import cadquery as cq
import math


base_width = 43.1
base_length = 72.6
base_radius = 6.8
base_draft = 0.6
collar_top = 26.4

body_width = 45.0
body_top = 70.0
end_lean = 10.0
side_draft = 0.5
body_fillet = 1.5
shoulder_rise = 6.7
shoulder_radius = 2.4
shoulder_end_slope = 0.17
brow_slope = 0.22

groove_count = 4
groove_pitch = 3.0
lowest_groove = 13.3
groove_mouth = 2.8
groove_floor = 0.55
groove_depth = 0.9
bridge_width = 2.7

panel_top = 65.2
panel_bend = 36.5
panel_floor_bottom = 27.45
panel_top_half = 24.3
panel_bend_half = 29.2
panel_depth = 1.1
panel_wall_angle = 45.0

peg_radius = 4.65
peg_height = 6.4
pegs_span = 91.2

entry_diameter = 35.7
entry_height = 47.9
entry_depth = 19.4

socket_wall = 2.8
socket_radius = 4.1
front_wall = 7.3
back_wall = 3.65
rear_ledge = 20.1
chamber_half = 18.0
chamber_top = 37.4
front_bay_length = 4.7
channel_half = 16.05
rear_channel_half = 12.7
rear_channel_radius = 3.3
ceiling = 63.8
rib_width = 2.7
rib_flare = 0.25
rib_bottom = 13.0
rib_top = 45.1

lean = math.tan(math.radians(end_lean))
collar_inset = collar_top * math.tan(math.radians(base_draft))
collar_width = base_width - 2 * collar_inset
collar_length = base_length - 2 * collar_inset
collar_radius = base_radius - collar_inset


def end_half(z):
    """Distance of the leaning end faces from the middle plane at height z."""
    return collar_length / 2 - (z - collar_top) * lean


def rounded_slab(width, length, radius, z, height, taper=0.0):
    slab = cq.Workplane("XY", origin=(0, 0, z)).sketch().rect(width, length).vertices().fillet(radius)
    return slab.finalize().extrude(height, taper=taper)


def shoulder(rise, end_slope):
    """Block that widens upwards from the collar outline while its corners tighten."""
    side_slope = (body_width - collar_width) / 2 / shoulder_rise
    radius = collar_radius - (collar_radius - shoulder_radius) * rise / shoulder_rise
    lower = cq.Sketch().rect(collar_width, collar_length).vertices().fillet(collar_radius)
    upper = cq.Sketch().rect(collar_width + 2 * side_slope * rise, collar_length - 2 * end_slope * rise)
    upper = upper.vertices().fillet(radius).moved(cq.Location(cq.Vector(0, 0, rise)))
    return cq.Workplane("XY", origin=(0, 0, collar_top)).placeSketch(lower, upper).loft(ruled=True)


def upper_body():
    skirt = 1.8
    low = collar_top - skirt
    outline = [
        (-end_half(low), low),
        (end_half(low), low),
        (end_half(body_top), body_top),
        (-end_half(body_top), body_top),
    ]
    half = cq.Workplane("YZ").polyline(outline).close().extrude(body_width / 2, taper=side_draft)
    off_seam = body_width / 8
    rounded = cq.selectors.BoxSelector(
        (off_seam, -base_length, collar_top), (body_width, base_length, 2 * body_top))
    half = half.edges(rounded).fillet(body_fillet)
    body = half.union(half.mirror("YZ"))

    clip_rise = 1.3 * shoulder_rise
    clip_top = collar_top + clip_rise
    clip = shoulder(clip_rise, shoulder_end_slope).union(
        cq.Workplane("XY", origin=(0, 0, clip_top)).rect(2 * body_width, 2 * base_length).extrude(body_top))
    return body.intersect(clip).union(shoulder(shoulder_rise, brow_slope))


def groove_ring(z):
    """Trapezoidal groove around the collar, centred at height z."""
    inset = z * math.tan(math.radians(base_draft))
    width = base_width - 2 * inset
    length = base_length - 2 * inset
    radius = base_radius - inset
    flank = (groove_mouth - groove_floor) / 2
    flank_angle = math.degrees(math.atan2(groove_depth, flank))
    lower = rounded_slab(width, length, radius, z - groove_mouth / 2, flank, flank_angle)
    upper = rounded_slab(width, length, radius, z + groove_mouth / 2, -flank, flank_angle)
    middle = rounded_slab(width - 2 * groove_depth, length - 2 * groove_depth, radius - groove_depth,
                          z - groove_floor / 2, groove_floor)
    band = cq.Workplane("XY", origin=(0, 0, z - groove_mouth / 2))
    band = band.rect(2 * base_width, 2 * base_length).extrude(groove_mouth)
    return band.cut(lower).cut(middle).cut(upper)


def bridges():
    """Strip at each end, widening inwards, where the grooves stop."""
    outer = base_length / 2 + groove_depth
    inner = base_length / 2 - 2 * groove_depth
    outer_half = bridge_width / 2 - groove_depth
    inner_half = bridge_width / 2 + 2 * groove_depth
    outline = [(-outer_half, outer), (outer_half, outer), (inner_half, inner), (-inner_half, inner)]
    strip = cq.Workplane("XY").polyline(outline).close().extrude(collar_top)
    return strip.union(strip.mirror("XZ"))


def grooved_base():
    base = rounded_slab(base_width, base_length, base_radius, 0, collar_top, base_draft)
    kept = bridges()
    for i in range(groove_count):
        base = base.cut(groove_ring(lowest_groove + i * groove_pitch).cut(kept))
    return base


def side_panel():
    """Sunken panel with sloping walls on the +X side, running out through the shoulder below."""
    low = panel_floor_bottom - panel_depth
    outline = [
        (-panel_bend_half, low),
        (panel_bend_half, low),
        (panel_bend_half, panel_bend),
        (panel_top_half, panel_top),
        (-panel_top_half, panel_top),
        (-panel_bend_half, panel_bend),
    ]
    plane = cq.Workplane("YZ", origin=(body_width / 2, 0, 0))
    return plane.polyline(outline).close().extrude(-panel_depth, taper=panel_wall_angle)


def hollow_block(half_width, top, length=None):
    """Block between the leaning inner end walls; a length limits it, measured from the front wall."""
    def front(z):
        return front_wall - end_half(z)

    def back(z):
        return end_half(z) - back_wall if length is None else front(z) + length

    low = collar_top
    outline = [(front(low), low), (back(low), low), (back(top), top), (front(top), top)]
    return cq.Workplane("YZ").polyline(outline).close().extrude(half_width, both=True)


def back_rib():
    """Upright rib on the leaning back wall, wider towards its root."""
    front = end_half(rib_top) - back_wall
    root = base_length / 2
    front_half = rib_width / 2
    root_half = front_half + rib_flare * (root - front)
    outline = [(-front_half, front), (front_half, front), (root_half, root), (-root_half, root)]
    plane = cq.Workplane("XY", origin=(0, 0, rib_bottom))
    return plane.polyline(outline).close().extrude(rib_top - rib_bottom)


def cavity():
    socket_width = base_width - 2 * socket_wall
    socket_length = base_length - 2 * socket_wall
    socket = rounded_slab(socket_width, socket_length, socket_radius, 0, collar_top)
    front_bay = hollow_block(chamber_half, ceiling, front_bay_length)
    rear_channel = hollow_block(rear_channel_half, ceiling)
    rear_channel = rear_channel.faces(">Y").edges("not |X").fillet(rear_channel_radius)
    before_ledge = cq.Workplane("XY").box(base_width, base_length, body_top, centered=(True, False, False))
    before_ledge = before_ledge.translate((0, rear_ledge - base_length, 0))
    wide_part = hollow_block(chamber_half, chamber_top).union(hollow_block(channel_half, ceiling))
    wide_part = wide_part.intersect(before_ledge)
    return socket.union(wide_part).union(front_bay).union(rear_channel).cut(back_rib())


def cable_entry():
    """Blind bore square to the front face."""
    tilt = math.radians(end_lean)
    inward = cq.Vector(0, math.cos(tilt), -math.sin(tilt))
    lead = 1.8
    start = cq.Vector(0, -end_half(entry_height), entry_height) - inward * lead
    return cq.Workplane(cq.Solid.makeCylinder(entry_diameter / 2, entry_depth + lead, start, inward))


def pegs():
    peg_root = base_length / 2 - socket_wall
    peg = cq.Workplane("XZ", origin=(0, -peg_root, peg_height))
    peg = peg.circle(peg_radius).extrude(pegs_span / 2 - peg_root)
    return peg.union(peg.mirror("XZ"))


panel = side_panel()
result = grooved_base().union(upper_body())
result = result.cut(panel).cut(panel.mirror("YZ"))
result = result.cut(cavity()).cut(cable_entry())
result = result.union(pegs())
********
> [ABOUT THIS TASK] Write out the lines of the listing from the one with "bore square to" to the very end, inclusive, exactly as they appear and with nothing added.

> [OUTPUT FOR THIS EXERCISE]
    """Blind bore square to the front face."""
    tilt = math.radians(end_lean)
    inward = cq.Vector(0, math.cos(tilt), -math.sin(tilt))
    lead = 1.8
    start = cq.Vector(0, -end_half(entry_height), entry_height) - inward * lead
    return cq.Workplane(cq.Solid.makeCylinder(entry_diameter / 2, entry_depth + lead, start, inward))


def pegs():
    peg_root = base_length / 2 - socket_wall
    peg = cq.Workplane("XZ", origin=(0, -peg_root, peg_height))
    peg = peg.circle(peg_radius).extrude(pegs_span / 2 - peg_root)
    return peg.union(peg.mirror("XZ"))


panel = side_panel()
result = grooved_base().union(upper_body())
result = result.cut(panel).cut(panel.mirror("YZ"))
result = result.cut(cavity()).cut(cable_entry())
result = result.union(pegs())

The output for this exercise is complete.